The idea is that a _content-creator_ should be able to manage a list of _premium-reader_ who have access to their premium content, then choose some specific relays to publish their content based on their known support for this NIP.
Relays that support this NIP (as they could indicate in their [NIP-11](11.md) responses) should receive the list of users and use it together with [NIP-42](42.md) authentication in order to decide what content will be readable by each requester.
### Premium event
Any event can be premium, all it needs is a [NIP-70](70.md) `["-"]` tag and another tag `["nip63"]` that clearly indicates its situation.
Because normal relays won't care about these tags it's enough for the _content-creator_ to release the event to these relays in order to make it "public" to everybody.
### Membership Event
Membership events must be sent directly to the relays that will implement the paywall. By default relays should not serve these events to anyone, only to the _content-creator_ directly. Because of this, these lists can be kept reasonably private as long as the _content-creator_ is discreet in his publishing, but can also be made public by being published to other relays.

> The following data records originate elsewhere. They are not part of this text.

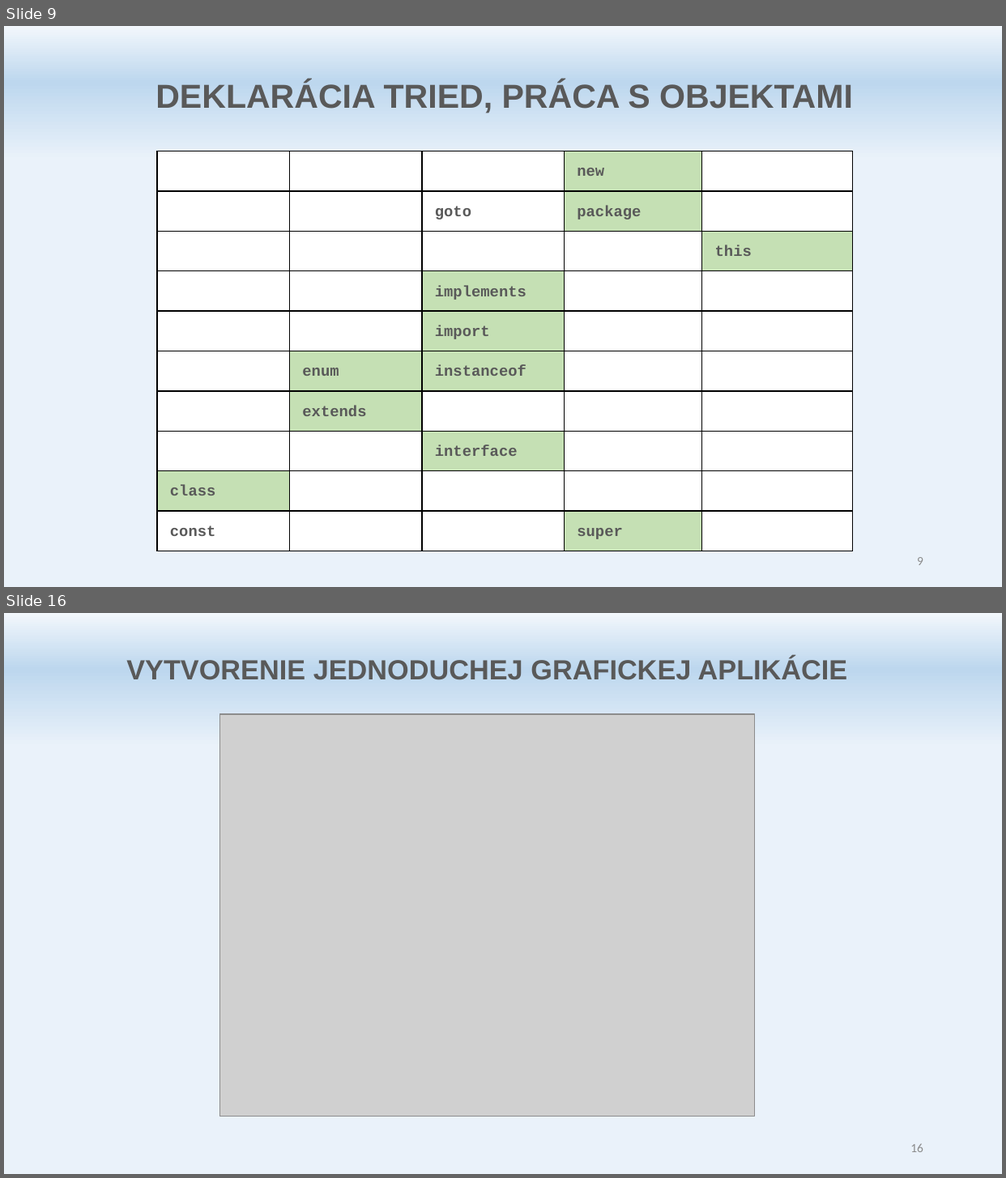
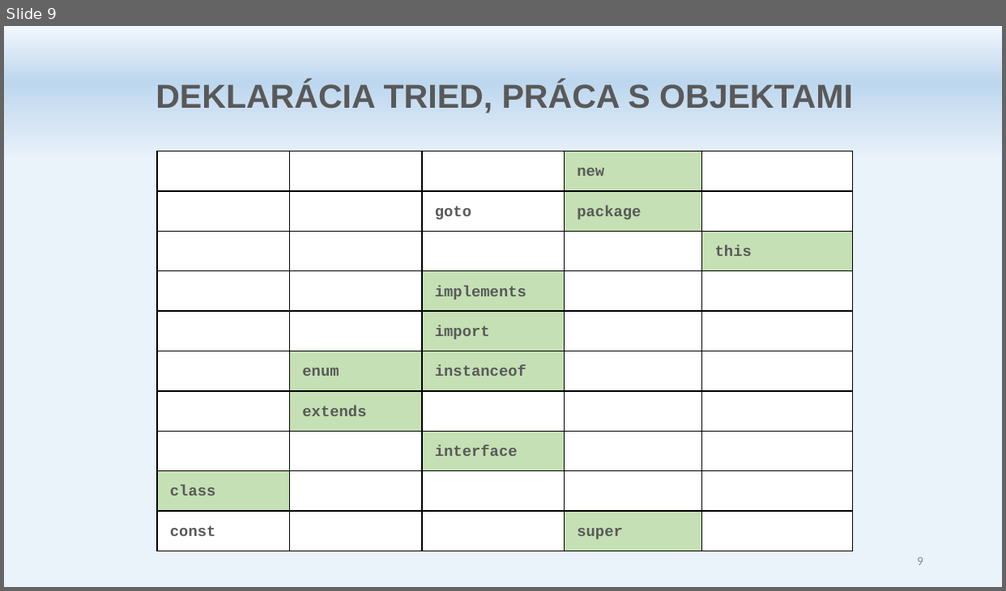
Before and after one commit to marekITLearning/java1, a slide deck: doc/Java ITL C - HowTo.pptx. Shown one above the other, each under a label of ours: slides 9 and 16 before the commit, slide 9 after it; the slides between them are not shown. The pictures are 1006x1178 and 1006x591 pixels, drawn with LibreOffice and Linux fonts; fonts in the diff are those of the drawing; grey boxes stand for pictures. Boxes give left, top, right and bottom in pixels: in the first picture for what was removed or moved away, otherwise in the second. Text is boxed around its words. In the diff, an @@ line names an element or a change of style, - is before the commit and + after.

```diff
--- a/doc/Java ITL C - HowTo.pptx
+++ b/doc/Java ITL C - HowTo.pptx
@@ slide 16 removed at [4,613,1002,1174], background gradient #F2F7FC to #BDD7EE to #EAF2FA @@
@@ text removed at [126,658,848,680] @@
-VYTVORENIE JEDNODUCHEJ GRAFICKEJ APLIKÁCIE
@@ picture removed at [219,713,753,1116] @@
@@ page number removed at [910,1144,923,1152] @@
-16
```
Also in this commit, not shown: 7 other slides removed, 21 other files.

The lists are constituted of one event for each _premium-reader_, and their removal/update must be done with a [NIP-09](09.md) deletion request.
```yaml
{
"kind": 1163,
"pubkey": "<content-creator>",
"tags": [
["p", "<premium-reader>"]
],
// ...other fields
}
```
### Relay behavior
A relay that implements this NIP should:
- signal `63` in its `supported_nips` NIP-11 field;
- accept `kind:1163` events and not serve them to anyone except to their creator;
- accept deletion requests for such events;
- accept premium events containing `["-"]` and `["nip63"]` tags only from their creator;
- only serve the premium events to users that have a matching `kind:1163`;
- serve an `AUTH` challenge to any client opening a connection immediately.
### Client behavior
A client doesn't have to do much in order to access premium content: if a client is already very liberal with its authentication policies it will automatically perform NIP-42 AUTH whenever it connects to the relay; otherwise it may want to check if such relay supports `63` before deciding.
After that, any `REQ`s should include premium content automatically and transparently. This means that while constructiing a normal "following" feed a client will get the premium content automatically and place it in front of the user.
A client may decide to display these events differently if they have the `["nip63"]` tag.
### Announcement
Optionally a _content-creator_ can announce that they have premium content available by publishing an event:
```
{
"kind": 10163,
"content": "<something about the premium content, the price and other stuff, optionally>",
"tags": [
["url", "<payment-page-url>"]
]
}
```
Where `<payment-page-url>` is a normal webpage that may have anything in it. From there on, payments are handled off-protocol. The entity that handled the payment is expected to somehow modify the list of _premium-readers_ or enable the user to modify it later.
#### Zap relationship
This NIP is payment agnostic, but that doesn't mean one shouldn't use zaps or nutzaps for this. Clients or third-party services may offer a feature to read all zaps, compute their sums according to any criteria and use that information to modify the list of _premium-readers_.
### Future additions
- more private list membership: perhaps doing an HMAC with the public key of the reader and a key that is shared with the relays will be enough for this.
- tiered membership: custom tiers for fine-grained content access control can be added by adding a tag like `["tier", "a"]` to the `kind:1163` event and using a `["nip63", "a"]` tag in the events, for example.
- teaser events: perhaps a `["nip63", "", "-"]` (negative) tag could cause an event to be displayed only to those that do not have access to its premium counterpart, this would also be managed by the relay.
- relays for premium content different from the outbox relays?
- individual "pay-per-view" content.